I have been a fan of Inga Saffron’s fiery support of historic preservation during all of the years for which I have held a position of leadership in this community. I value her opinion, but cannot overlook my own in the case of the Boyd Theater’s slow death on and to Chestnut Street.

After all, I grew up in the William Penn House. I watched movies there as a tot with my family. And I was the leader decades ago in the fight to preserve the Boyd as the last movie palace in Philadelphia. But that was long before the Kimmel Center became the home to many of our greatest performing arts institutions, and long before elegant new and restored buildings took the place of the 1928 Boyd Theater, shuttered because its allure and its usability became obsolete.

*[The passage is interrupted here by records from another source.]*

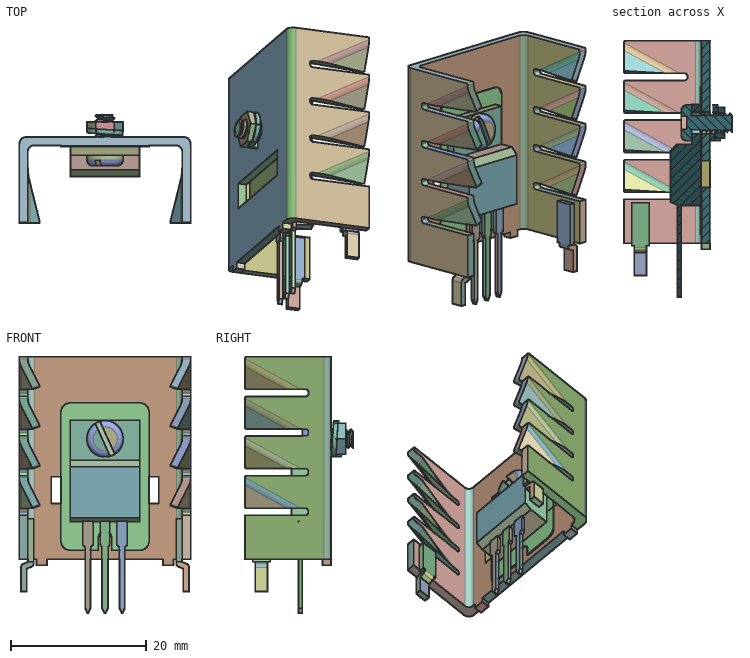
import cadquery as cq
import math


sink_width = 25.4
sink_depth = 12.75
sink_height = 29.98
sheet = 1.3
bend_outer_radius = 1.05
bend_inner_radius = 0.87
wall_outer_x = -sink_width / 2
wall_inner_x = wall_outer_x + sheet

window_width = 15.85
window_bottom = 8.27
window_height = 3.9
foot_width = 1.6
foot_height = 0.9
foot_outer_x = 10.17

fin_count = 4
base_wall_height = 6.53
slot_height = 1.02
slot_depth = 9.4
slot_end_radius = 0.45
fin_pitch = (sink_height - base_wall_height) / fin_count
fin_height = fin_pitch - slot_height
fin_corner_radius = 0.25
fold_run = 8.3
fold_rise = 4.55
fold_angle = math.radians(30)
fold_radius = 1.97
tip_bevel_angle = 20
fold_length = math.hypot(fold_run, fold_rise)
fold_cos = fold_run / fold_length
fold_sin = fold_rise / fold_length

tab_thickness = 0.87
tab_width = 2.6
tab_front_gap = 1.15
tab_top = 6.0
tab_bottom = -0.38
pin_width = 1.85
pin_outer_x = 12.45
pin_bottom = -4.8
jog_thickness = 0.6
jog_drop = 0.4
jog_radius = 0.57

pad_width = 13.05
pad_bottom = 1.33
pad_height = 21.82
pad_thickness = 0.15
pad_corner_radius = 1.4
pad_notch_radius = 1.0
pad_notch_center_z = 3.2

case_width = 10.25
case_bottom = 5.58
case_top = 20.55
step_top = 14.7
flange_thickness = 1.3
case_rear_y = -(sheet + pad_thickness)
flange_front_y = case_rear_y - flange_thickness
case_front_y = -5.9
case_chamfer = 1.02
draft_height = 0.55
draft_depth = 1.2
lead_spacing = 2.55
lead_thickness = 0.57
lead_front_y = -4.82
lead_rear_y = lead_front_y + lead_thickness
lead_shoulder_z = 2.13
lead_taper = 0.35
lead_bottom = -7.97
lead_tip_height = 0.72
lead_tip_width = 0.15
outer_lead_widths = (1.55, 0.8)
middle_lead_widths = (1.4, 0.95)

screw_z = 17.85
clearance_diameter = 3.2
head_diameter = 5.4
head_flat_diameter = 3.55
head_height = 1.55
head_round = (head_diameter - head_flat_diameter) / 2
drive_width = 0.75
drive_depth = 0.85
drive_angle = 24.4
thread_diameter = 2.85
thread_root_diameter = 2.1
thread_pitch = 0.75
thread_base = 0.7
thread_overlap = 0.05
thread_start_y = -1.25
screw_end_y = 3.25
washer_outer_diameter = 5.3
washer_inner_diameter = 3.2
washer_thickness = 0.7
washer_pitch = 0.85
nut_across_flats = 4.63
nut_rear_y = 2.2
nut_front_y = 0.72

select_margin = 0.05


def block(x0, x1, y0, y1, z0, z1):
    """Axis-aligned box between two opposite corners."""
    return cq.Workplane("XY").box(x1 - x0, y1 - y0, z1 - z0, centered=False).translate((x0, y0, z0))


def cylinder_y(diameter, y0, y1):
    """Cylinder along Y on the screw axis."""
    plane = cq.Plane(origin=(0, y0, screw_z), xDir=(1, 0, 0), normal=(0, 1, 0))
    return cq.Workplane(plane).circle(diameter / 2).extrude(y1 - y0)


def edges_in(x0, x1, y0, y1, z0, z1):
    """Selector for the edges whose middle lies within, or just outside, the given box."""
    low = cq.Vector(x0, y0, z0) - cq.Vector(select_margin, select_margin, select_margin)
    high = cq.Vector(x1, y1, z1) + cq.Vector(select_margin, select_margin, select_margin)
    return cq.selectors.BoxSelector(low.toTuple(), high.toTuple())


def coil(section, pitch, turns, radius, start_y):
    """Sweep an (r, axial) outline along a left-hand helix on the screw axis, starting below the axis."""
    path = cq.Wire.makeHelix(pitch, pitch * turns, radius, lefthand=True)
    swept = cq.Workplane("XZ").polyline(section).close().sweep(cq.Workplane(path), isFrenet=True)
    turned = swept.rotate((0, 0, 0), (0, 0, 1), 90).rotate((0, 0, 0), (1, 0, 0), -90)
    return turned.translate((0, start_y, screw_z))


def make_channel():
    channel = block(wall_outer_x, -wall_outer_x, -sink_depth, 0, 0, sink_height)
    channel = channel.edges("|Z and >Y").fillet(bend_outer_radius)
    inside = block(wall_inner_x, -wall_inner_x, -sink_depth, -sheet, 0, sink_height)
    return channel.cut(inside.edges("|Z and >Y").fillet(bend_inner_radius))


def fin_bottom(index):
    return sink_height - index * fin_pitch - fin_height


def make_slots():
    """Slots below the fins, running through both walls."""
    slots = cq.Workplane("XY")
    for index in range(fin_count):
        top = fin_bottom(index)
        end_y = -sink_depth + slot_depth
        slot = block(wall_outer_x, -wall_outer_x, -sink_depth, end_y, top - slot_height, top)
        slots = slots.add(slot.edges("|X and >Y").fillet(slot_end_radius))
    return slots.combine()


def make_corner(bottom):
    """Triangle in front of the fold line, across both walls."""
    corner = [(-sink_depth, bottom), (-sink_depth + fold_run, bottom), (-sink_depth, bottom + fold_rise)]
    return cq.Workplane("YZ").polyline(corner).close().extrude(sink_width / 2, both=True)


def make_bent_corner(bottom):
    """Front lower corner of a left-hand fin, folded inwards about its diagonal fold line."""
    along_fold = cq.Vector(0, -fold_cos, fold_sin)
    across_fold = cq.Vector(0, -fold_sin, -fold_cos)
    fold_start = cq.Vector(wall_outer_x, -sink_depth + fold_run, bottom)
    arc_middle = (fold_radius * math.sin(fold_angle / 2), fold_radius * (1 - math.cos(fold_angle / 2)))
    arc_end = (fold_radius * math.sin(fold_angle), fold_radius * (1 - math.cos(fold_angle)))
    tip_run = fold_run * fold_sin
    tip_shift = arc_end[1] + (tip_run - arc_end[0]) * math.tan(fold_angle)

    folded = (
        cq.Workplane(cq.Plane(fold_start, xDir=across_fold, normal=along_fold))
        .threePointArc(arc_middle, arc_end)
        .lineTo(tip_run, tip_shift)
        .lineTo(tip_run, tip_shift + sheet)
        .lineTo(arc_end[0], arc_end[1] + sheet)
        .threePointArc((arc_middle[0], arc_middle[1] + sheet), (0, sheet))
        .close()
        .extrude(fold_length)
        .intersect(make_corner(bottom))
    )

    bevel_start = fold_start + cq.Vector(sheet, 0, 0)
    bevel_line = cq.Vector(tip_shift - sheet, -fold_run, 0).normalized()
    level_across = cq.Vector(-bevel_line.y, bevel_line.x, 0)
    tilt = math.radians(tip_bevel_angle)
    bevel_normal = cq.Vector(0, 0, math.cos(tilt)) - level_across * math.sin(tilt)
    below_bevel = (
        cq.Workplane(cq.Plane(bevel_start, xDir=bevel_line, normal=bevel_normal))
        .rect(2 * fold_length, 2 * fold_length)
        .extrude(-fin_height)
    )
    folded = folded.cut(below_bevel)
    return folded.faces("<Y").edges("<Z").fillet(fin_corner_radius)


def make_solder_tab():
    """Left-hand tab: a plate on the inner wall face with a pin that jogs outwards below the wall."""
    rear = -sink_depth + tab_front_gap + tab_width
    plate_inner_x = wall_inner_x + tab_thickness
    plate = block(wall_inner_x, plate_inner_x, rear - tab_width, rear, tab_bottom, tab_top)
    pin_inner_x = -pin_outer_x + tab_thickness
    pin = (
        cq.Workplane("XZ", origin=(0, rear - (tab_width - pin_width) / 2, 0))
        .moveTo(wall_inner_x, tab_bottom)
        .lineTo(plate_inner_x, tab_bottom)
        .lineTo(plate_inner_x, tab_bottom - jog_thickness)
        .lineTo(pin_inner_x, tab_bottom - jog_thickness - jog_drop)
        .lineTo(pin_inner_x, pin_bottom)
        .lineTo(-pin_outer_x, pin_bottom)
        .lineTo(-pin_outer_x, tab_bottom - jog_drop)
        .close()
        .extrude(pin_width)
    )
    inner_bend_z = tab_bottom - jog_thickness
    outer_bend_z = tab_bottom - jog_drop
    bends = edges_in(plate_inner_x, plate_inner_x, -sink_depth, 0, inner_bend_z, inner_bend_z)
    bends = bends + edges_in(-pin_outer_x, -pin_outer_x, -sink_depth, 0, outer_bend_z, outer_bend_z)
    pin = pin.edges("|Y").edges(bends).fillet(jog_radius)
    return plate.union(pin)


def make_heat_sink():
    sink = make_channel().cut(make_slots())
    window_x = window_width / 2
    sink = sink.cut(block(-window_x, window_x, -sheet, 0, window_bottom, window_bottom + window_height))
    sink = sink.cut(cylinder_y(clearance_diameter, -sheet, 0))
    for index in range(fin_count):
        bottom = fin_bottom(index)
        top = bottom + fin_height
        top_edges = edges_in(wall_outer_x, -wall_outer_x, -sink_depth, -sink_depth, top, top)
        sink = sink.edges(top_edges).fillet(fin_corner_radius)
        sink = sink.cut(make_corner(bottom))
    left_parts = [make_bent_corner(fin_bottom(index)) for index in range(fin_count)]
    left_parts.append(make_solder_tab())
    left_parts.append(block(-foot_outer_x, -foot_outer_x + foot_width, -sheet, 0, -foot_height, 0))
    for part in left_parts:
        sink = sink.union(part).union(part.mirror("YZ"))
    return sink


def make_pad():
    pad_x = pad_width / 2
    pad = block(-pad_x, pad_x, case_rear_y, -sheet, pad_bottom, pad_bottom + pad_height)
    pad = pad.edges("|Y").fillet(pad_corner_radius)
    notch = (
        cq.Workplane("XZ", origin=(0, -sheet, 0))
        .moveTo(-pad_notch_radius, pad_bottom)
        .lineTo(-pad_notch_radius, pad_notch_center_z)
        .threePointArc((0, pad_notch_center_z + pad_notch_radius), (pad_notch_radius, pad_notch_center_z))
        .lineTo(pad_notch_radius, pad_bottom)
        .close()
        .extrude(pad_thickness)
    )
    return pad.cut(notch).cut(cylinder_y(clearance_diameter, case_rear_y, -sheet))


def make_lead(center_x, widths):
    wide = widths[0] / 2
    narrow = widths[1] / 2
    tip = lead_tip_width / 2
    right_side = [
        (wide, case_bottom + draft_height),
        (wide, lead_shoulder_z),
        (narrow, lead_shoulder_z - lead_taper),
        (narrow, lead_bottom + lead_tip_height),
        (tip, lead_bottom),
    ]
    left_side = [(-x, z) for x, z in reversed(right_side)]
    lead = cq.Workplane("XZ", origin=(center_x, lead_rear_y, 0)).polyline(right_side + left_side).close()
    return lead.extrude(lead_thickness)


def make_transistor():
    profile = [
        (case_rear_y, case_bottom),
        (case_front_y + draft_depth, case_bottom),
        (case_front_y, case_bottom + draft_height),
        (case_front_y, step_top - case_chamfer),
        (case_front_y + case_chamfer, step_top),
        (flange_front_y, step_top),
        (flange_front_y, case_top),
        (case_rear_y, case_top),
    ]
    case = cq.Workplane("YZ").polyline(profile).close().extrude(case_width / 2, both=True)
    case = case.cut(cylinder_y(clearance_diameter, flange_front_y, case_rear_y))
    case = case.union(make_lead(0, middle_lead_widths))
    for side in (-1, 1):
        case = case.union(make_lead(side * lead_spacing, outer_lead_widths))
    return case


def make_screw():
    head_front_y = flange_front_y - head_height
    head = cylinder_y(head_diameter, head_front_y, flange_front_y).faces("<Y").edges().fillet(head_round)
    drive = block(
        -drive_width / 2, drive_width / 2, head_front_y, head_front_y + drive_depth,
        screw_z - head_diameter, screw_z + head_diameter,
    ).rotate((0, 0, screw_z), (0, 1, screw_z), -drive_angle)
    root = thread_root_diameter / 2
    sunk_root = root - thread_overlap
    ridge = [(sunk_root, -thread_base / 2), (thread_diameter / 2, 0), (sunk_root, thread_base / 2)]
    turns = math.ceil((screw_end_y - thread_start_y) / thread_pitch) + 1
    thread = coil(ridge, thread_pitch, turns, root, thread_start_y)
    run_out_y = thread_start_y + (turns + 1) * thread_pitch
    shank = cylinder_y(thread_root_diameter, flange_front_y, run_out_y).union(thread)
    shank = shank.intersect(cylinder_y(head_diameter, flange_front_y, screw_end_y))
    return head.cut(drive).union(shank)


def make_washer():
    inner = washer_inner_diameter / 2
    outer = washer_outer_diameter / 2
    section = [(inner, 0), (outer, 0), (outer, washer_thickness), (inner, washer_thickness)]
    return coil(section, washer_pitch, 1, inner, 0)


def make_nut(washer):
    """Hexagon nut with corners toward +X and -X; the washer beds into its front face."""
    plane = cq.Plane(origin=(0, nut_front_y, screw_z), xDir=(1, 0, 0), normal=(0, 1, 0))
    across_corners = nut_across_flats / math.cos(math.radians(30))
    nut = cq.Workplane(plane).polygon(6, across_corners).extrude(nut_rear_y - nut_front_y)
    return nut.cut(cylinder_y(thread_diameter, nut_front_y, nut_rear_y)).cut(washer)


heat_sink = make_heat_sink()
pad = make_pad()
transistor = make_transistor()
screw = make_screw()
washer = make_washer()
nut = make_nut(washer)

result = cq.Compound.makeCompound(
    [body.solids().val() for body in (heat_sink, pad, transistor, screw, washer, nut)]
)

As a lover and proponent of culture and architecture in our city, I have always cared deeply about historic preservation. In 1999, I was honored by the Preservation Alliance of Greater Philadelphia with its “Public Service Award for Support of Historic Preservation in the Public Interest.” But the long shuttered and neglected Boyd Theater’s future is folly as a single stage venue. Center City residents are begging for a modern first class cinema experience. And Chestnut Street needs to develop westward— which is why I very much support iPic Entertainment’s proposal to bring the Boyd back to life.

iPic will restore the Boyd’s facade to its original, impressive state, as well as much of the facility’s head house. It will pay homage to the history of the Boyd by displaying artifacts and memorabilia for public viewing throughout the theater. Philadelphia film-lovers will flock. Chestnut Street West will see new life. And I’m convinced that most Philadelphians will be well served.

Preserving history is important, but embracing opportunity is important, too. The economics of a 2,300-seat theater for movies is obsolete. This plan is a modern-day movie palace and requires no public money. It will become an instant asset to Center City and to film lovers like me.